Here I decided to rework the north western continent of Yoria. It still felt too flat to me and the outline conflicted with the slight perspective I've been trying to give the map. Initially the map was top down but now I've tried to present it at a slight angle; somewhere between 45 and 80 degrees.
 It's still not entirely done of course and I've been thinking I'll sharpen up some of the shore lines a bit and smooth out the hills more. I've been very slowly trying to eliminate the initial black outline I had given everything. The new landmasses to the south east lack it.


Edit:
Here is a comparison between the old and new compass:

I may need to tone it down a tad to make it less visually dominant.

----------


## - Max -

Nice to see the whole process  :Smile:  The compass looks nice though it clashes a bit with the painted styme of the overall map imo :/

----------


## Viking

I agree. How does this compare to your eye? I desaturated it a good bit.

----------


## - Max -

Hmm the attachment is invalid

----------


## Viking

I updated it, it should work now.

----------


## - Max -

I'm still thinking it  doersn't fit the overall look of the map :/ Too clean and crisp imho

----------


## Viking

Hmm okay :\ I will see what I could do to further integrate it with the rest.
I finally got around to finishing the bottom left corner portrait: 


Here is what it looked like before:

----------


## - Max -

Awesome hydra!

----------


## Viking

Thanks Max  :Smile:

----------


## WhatTheBlazes

Glorious stuff man! Seeing that workflow is pretty inspiring actually, thanks a lot for that.

----------


## Viking

My pleasure  :Smile:

----------


## Chashio

Beautiful work! The compass looks good to my eye... it does pop off the map because of the finer style compared with the painterly strokes of the map-work, and with the way you've shaded it I'm inclined to believe that you meant to do it that way, plus it matches the border detailing. Yep.
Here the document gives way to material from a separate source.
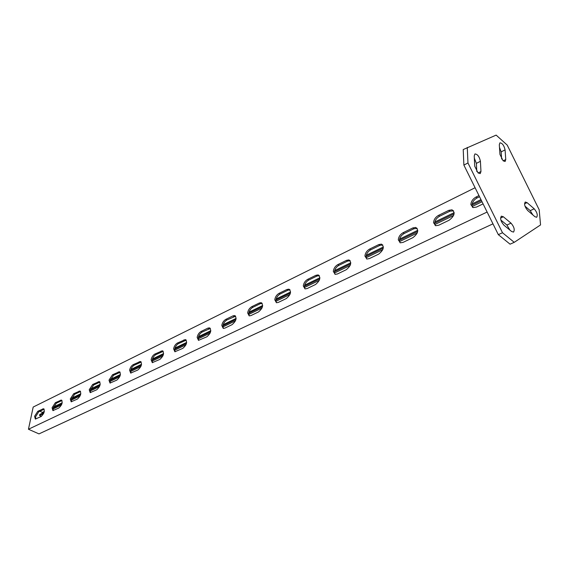 <?xml version="1.0" encoding="UTF-8"?>
<svg xmlns="http://www.w3.org/2000/svg" width="569" height="569" viewBox="0 0 569 569"><rect width="100%" height="100%" fill="white"/><g stroke="black" fill="none" stroke-linecap="round" stroke-linejoin="round"><path stroke-width="0.85" d="M478.06 172.926L474.724 166.191L474.219 155.942L474.937 153.936C477.547 154.178 479.375 156.631 480.414 161.297L480.961 171.525L480.215 173.609L478.06 172.926M503.124 160.807L499.952 154.398L499.305 144.711L499.931 142.826C502.32 143.096 504.042 145.451 505.073 149.875L505.756 159.54L505.108 161.489L503.124 160.807M498.316 234.641L463.877 165.088L463.223 149.547L496.14 135.109L507.214 145.088L539.184 209.762L540.55 224.926L514.241 242.33L510.066 244.172L498.316 234.641L502.505 232.749L467.96 162.976L463.877 165.088M503.352 216.768L511.019 223.148C514.113 226.825 514.952 229.805 513.523 232.088L511.609 231.498L503.906 225.146C500.777 221.455 499.931 218.453 501.367 216.156L503.352 216.768L500.564 218.062M527.065 202.635L534.213 208.809C537.115 212.337 537.933 215.16 536.667 217.287L534.896 216.689L527.719 210.544C524.789 207.002 523.964 204.164 525.23 202.023L527.065 202.635L524.533 203.823M502.505 232.749L514.241 242.33M467.263 147.414L467.96 162.976M500.869 220.047L506.894 225.032L509.888 230.075M474.326 158.111L476.374 163.374L476.786 171.518M524.995 206.17L530.216 210.651L532.897 214.975M499.482 147.321L501.154 151.887L501.638 159.014M35.733 419.061L35.591 416.707L38.799 411.743L44.154 409.211M34.588 416.259L37.796 411.287L43.514 408.755C45.043 410.918 44.218 413.521 41.053 416.572L35.349 419.061L34.588 416.259M53.266 410.605L53.088 408.243L56.367 403.172L62 400.526M52.078 407.774L55.357 402.703L61.338 400.064C62.939 402.255 62.113 404.9 58.863 408.001L52.903 410.605L52.078 407.774M71.509 401.806L71.296 399.431L74.653 394.253L80.578 391.493M70.279 398.947L73.636 393.769L79.88 391.01C81.573 393.236 80.741 395.924 77.398 399.082L71.168 401.792L70.279 398.947M90.507 392.638L90.258 390.256L93.693 384.964L99.931 382.076M89.226 389.758L92.669 384.459L99.212 381.586C100.99 383.84 100.158 386.571 96.709 389.793L90.187 392.624L89.226 389.758M110.308 383.079L110.023 380.689L113.544 375.284L120.123 372.261M108.985 380.17L112.506 374.765L119.369 371.756C121.24 374.039 120.4 376.82 116.851 380.099L110.016 383.058L108.985 380.17M130.962 373.1L130.635 370.711C131.211 368.143 132.413 366.301 134.248 365.184L141.197 362.019M129.597 370.177C130.173 367.61 131.375 365.767 133.203 364.644L140.401 361.5C142.378 363.811 141.539 366.642 137.876 369.985L130.699 373.079L129.597 370.177M152.535 362.681L152.165 360.291C152.727 357.681 153.964 355.796 155.87 354.636L163.218 351.329M151.119 359.736C151.681 357.126 152.912 355.241 154.818 354.074L162.385 350.788C164.462 353.136 163.616 356.009 159.839 359.416L152.3 362.652L151.119 359.736M175.074 351.784L174.669 349.402C175.209 346.749 176.475 344.814 178.467 343.605L186.255 340.148M173.616 348.825C174.157 346.172 175.423 344.238 177.414 343.029L185.366 339.579C187.564 341.962 186.71 344.892 182.805 348.363L174.882 351.756L173.616 348.825M198.652 340.376L198.211 338.007C198.737 335.305 200.032 333.327 202.116 332.076L210.366 328.448M197.151 337.41C197.671 334.707 198.972 332.73 201.056 331.471L207.87 328.135L209.435 327.858C211.739 330.269 210.886 333.249 206.853 336.798L198.503 340.354L197.151 337.41M223.347 328.427L222.87 326.073C223.368 323.327 224.705 321.3 226.882 319.991L235.644 316.186M221.803 325.454C222.301 322.708 223.638 320.674 225.815 319.365L232.956 315.873L234.648 315.567C237.088 318.021 236.22 321.051 232.052 324.671L224.876 328.128L223.247 328.413L221.803 325.454M249.236 315.895L248.724 313.562C249.194 310.766 250.573 308.69 252.849 307.324L260.346 303.668L262.167 303.334M247.65 312.914C248.127 310.119 249.499 308.042 251.775 306.67L259.272 303.007L261.114 302.68C263.675 305.169 262.8 308.256 258.49 311.954L250.957 315.575L249.186 315.887L247.65 312.914M276.399 302.729L275.858 300.425C276.306 297.587 277.722 295.453 280.104 294.024L287.985 290.183L290.034 289.841M274.784 299.756C275.225 296.911 276.648 294.778 279.03 293.348L286.904 289.5L288.91 289.144C291.605 291.669 290.723 294.82 286.257 298.59L278.341 302.402L276.42 302.736L274.784 299.756M304.948 288.888L304.379 286.627C304.792 283.732 306.25 281.541 308.754 280.048L317.04 276.008L319.344 275.659M303.298 285.923C303.711 283.028 305.169 280.837 307.673 279.343L315.959 275.289L318.142 274.912C320.987 277.473 320.098 280.681 315.468 284.543L307.139 288.547L305.041 288.91L303.298 285.923M334.985 274.315L334.394 272.103C334.771 269.151 336.272 266.897 338.904 265.346L347.631 261.086L350.227 260.73M333.306 271.37C333.683 268.419 335.191 266.164 337.822 264.606L346.549 260.339L348.932 259.926C351.927 262.529 351.023 265.801 346.222 269.742L337.445 273.966L335.155 274.358L333.306 271.37M366.621 258.945L366.016 256.797C366.351 253.795 367.901 251.477 370.668 249.848L379.872 245.36L382.795 244.997M364.928 256.029C365.27 253.027 366.82 250.709 369.587 249.073L378.79 244.578L381.408 244.122C384.559 246.768 383.641 250.104 378.648 254.137L369.395 258.589L366.884 259.016L364.928 256.029M399.993 242.721L399.381 240.651C399.673 237.593 401.273 235.203 404.189 233.496L413.912 228.752L417.198 228.389M398.293 239.848C398.584 236.789 400.192 234.4 403.108 232.685L412.831 227.934L415.704 227.444C419.026 230.132 418.094 233.539 412.902 237.657L403.122 242.366L400.363 242.828L398.293 239.848M435.249 225.566L434.638 223.581C434.88 220.466 436.537 218.012 439.617 216.213L449.894 211.199L453.6 210.836M433.557 222.742C433.798 219.627 435.456 217.166 438.535 215.367L448.82 210.338L451.985 209.805C455.477 212.536 454.524 216.014 449.126 220.231L438.77 225.21L435.74 225.715L433.557 222.742M472.562 207.393L471.957 205.523C472.142 202.351 473.856 199.811 477.106 197.92L479.546 196.732M483.088 203.887L476.53 207.045L473.18 207.6L470.883 204.641C471.061 201.462 472.782 198.93 476.033 197.03L478.984 195.594M475.094 187.734L33.187 407.055L28.45 429.246L38.984 433.891L492.974 223.852M42.17 413.286L42.355 412.404L39.816 411.245M44.083 412.361L39.773 414.445L39.546 415.519L41.409 416.359M39.546 415.519L43.607 413.556M52.981 409.026L61.488 404.922M71.196 400.227L80.101 395.924M90.165 391.067L99.497 386.557M109.938 381.507L119.725 376.778M130.564 371.543L140.842 366.578M152.108 361.137L162.905 355.917M174.619 350.255L185.978 344.771M198.176 338.875L210.132 333.1M222.849 326.955L235.452 320.866M248.717 314.458L262.017 308.035M275.873 301.335L289.92 294.55M304.415 287.551L319.266 280.375M334.444 273.042L350.177 265.439M366.095 257.75L382.773 249.691M399.488 241.612L417.198 233.055M434.773 224.563L453.614 215.459M472.128 206.519L482.021 201.739M53.152 407.966L61.964 403.698M71.353 399.154L80.585 394.687M90.315 389.971L99.988 385.291M110.073 380.405L120.215 375.49M130.692 370.419L141.34 365.262M152.222 359.999L163.403 354.579M174.719 349.103L186.476 343.406M198.261 337.702L210.637 331.706M222.913 325.767L235.957 319.451M248.76 313.249L262.522 306.584M275.894 300.105L290.425 293.071M304.408 286.299L319.771 278.86M334.416 271.769L350.682 263.895M366.031 256.463L383.278 248.105M399.395 240.303L417.703 231.441M434.645 223.233L454.119 213.809M471.957 205.167L481.445 200.573M480.976 199.612L472.135 203.901M454.19 212.614L434.844 221.995M417.795 230.267L399.602 239.094M383.392 246.96L366.258 255.268M350.81 262.764L334.65 270.602M319.913 277.75L304.657 285.154M290.581 291.982L276.143 298.988M262.686 305.517L249.023 312.146M236.135 318.398L223.176 324.679M210.822 330.674L198.531 336.642M186.675 342.389L174.996 348.057M163.602 353.584L152.499 358.968M141.546 364.281L130.97 369.416M120.436 374.523L110.358 379.416M100.208 384.338L90.599 388.997M80.812 393.748L71.644 398.193M62.199 402.781L53.436 407.027M44.318 411.451L42.355 412.404M28.45 429.246L487.128 212.038M505.073 149.875L501.154 151.887M505.756 159.54L503.167 160.849M534.213 208.809L530.216 210.651M480.414 161.297L476.374 163.374M480.961 171.525L478.109 172.969M511.019 223.148L506.894 225.032M37.796 411.287L38.799 411.743M55.357 402.703L56.367 403.172M73.636 393.769L74.653 394.253M92.669 384.459L93.693 384.964M112.506 374.765L113.544 375.284M133.203 364.644L134.248 365.184M154.818 354.074L155.87 354.636M177.414 343.029L178.467 343.605M201.056 331.471L202.116 332.076M225.815 319.365L226.882 319.991M251.775 306.67L252.849 307.324M279.03 293.348L280.104 294.024M307.673 279.343L308.754 280.048M337.822 264.606L338.904 265.346M369.587 249.073L370.668 249.848M403.108 232.685L404.189 233.496M438.535 215.367L439.617 216.213M476.033 197.03L477.106 197.92M448.82 210.338L449.894 211.199M412.831 227.934L413.912 228.752M378.79 244.578L379.872 245.36M346.549 260.339L347.631 261.086M315.959 275.289L317.04 276.008M286.904 289.5L287.985 290.183M259.272 303.007L260.346 303.668M232.956 315.873L234.03 316.506M207.87 328.135L208.937 328.747M183.922 339.842L184.982 340.433M161.048 351.03L162.094 351.592M139.163 361.728L140.209 362.275M118.21 371.97L119.248 372.496M98.138 381.785L99.17 382.297M78.885 391.202L79.902 391.692M60.399 400.235L61.416 400.711M42.647 408.919L43.649 409.381M451.985 209.805L453.059 210.665M415.704 227.444L416.785 228.261M381.408 244.122L382.489 244.912M348.932 259.926L350.013 260.673M318.142 274.912L319.223 275.631M288.91 289.144L289.984 289.834M261.114 302.68L262.153 303.32M234.648 315.567L235.594 316.129M209.435 327.858L210.288 328.341M185.366 339.579L186.141 340.013M162.385 350.788L163.083 351.165M140.401 361.5L141.034 361.834M119.369 371.756L119.938 372.048M99.212 381.586L99.731 381.842M79.88 391.01L80.357 391.244M61.338 400.064L61.772 400.263M43.514 408.755L43.913 408.933"/></g></svg>

A couple of things I'd probably tweak... Hopefully you're not finished with the SE landmasses, especially cleaning up around the bottoms of 'em. And, it could be my screen... your contrast on the map itself (overall, but esp the SE landmasses) appears hazy and indistinct--like a raw photo of the Maine coast in summer. It might be worth your while to use an adjustment layer with a custom mask to shove the contrast a little more into the clear.

Are you going to put anything into the empty, right corner? It might be an interesting place to place the title.

Oh, and one more thing... the shapes of your landmasses are epic.  :Smile:

----------


## Schwarzkreuz

I am realy amazed about your details and style. Do you intend to do regional maps of the different Locations on this world?

----------


## Viking

Chashio: Thanks so much on the generally extremely positive compliment  :Smile:  
Yes, generally the compass does look much like I intended! I have muted it a bit saturation wise but am not sure how much more I might modify it for the time being. I may try to make the gold sections of the border shine in appropriate spots to match the compass. It may also mesh better when I get the legend in as it will be of similar style. Oh yes- I plan to put a legend in the top right corner, or at least, I'm highly inclined to do so. It's good you caught the shading under the compass too. I have been toying with having the border elements and the legend casting shadows as if they were floating as well. 

For the coming legend, I'm not %100 sure what information I will record there but it may be enough to justify a large size that would necessitate shoving over the Delnian Ilses westward or into the Dragon Ocean in the south west quarter of the map.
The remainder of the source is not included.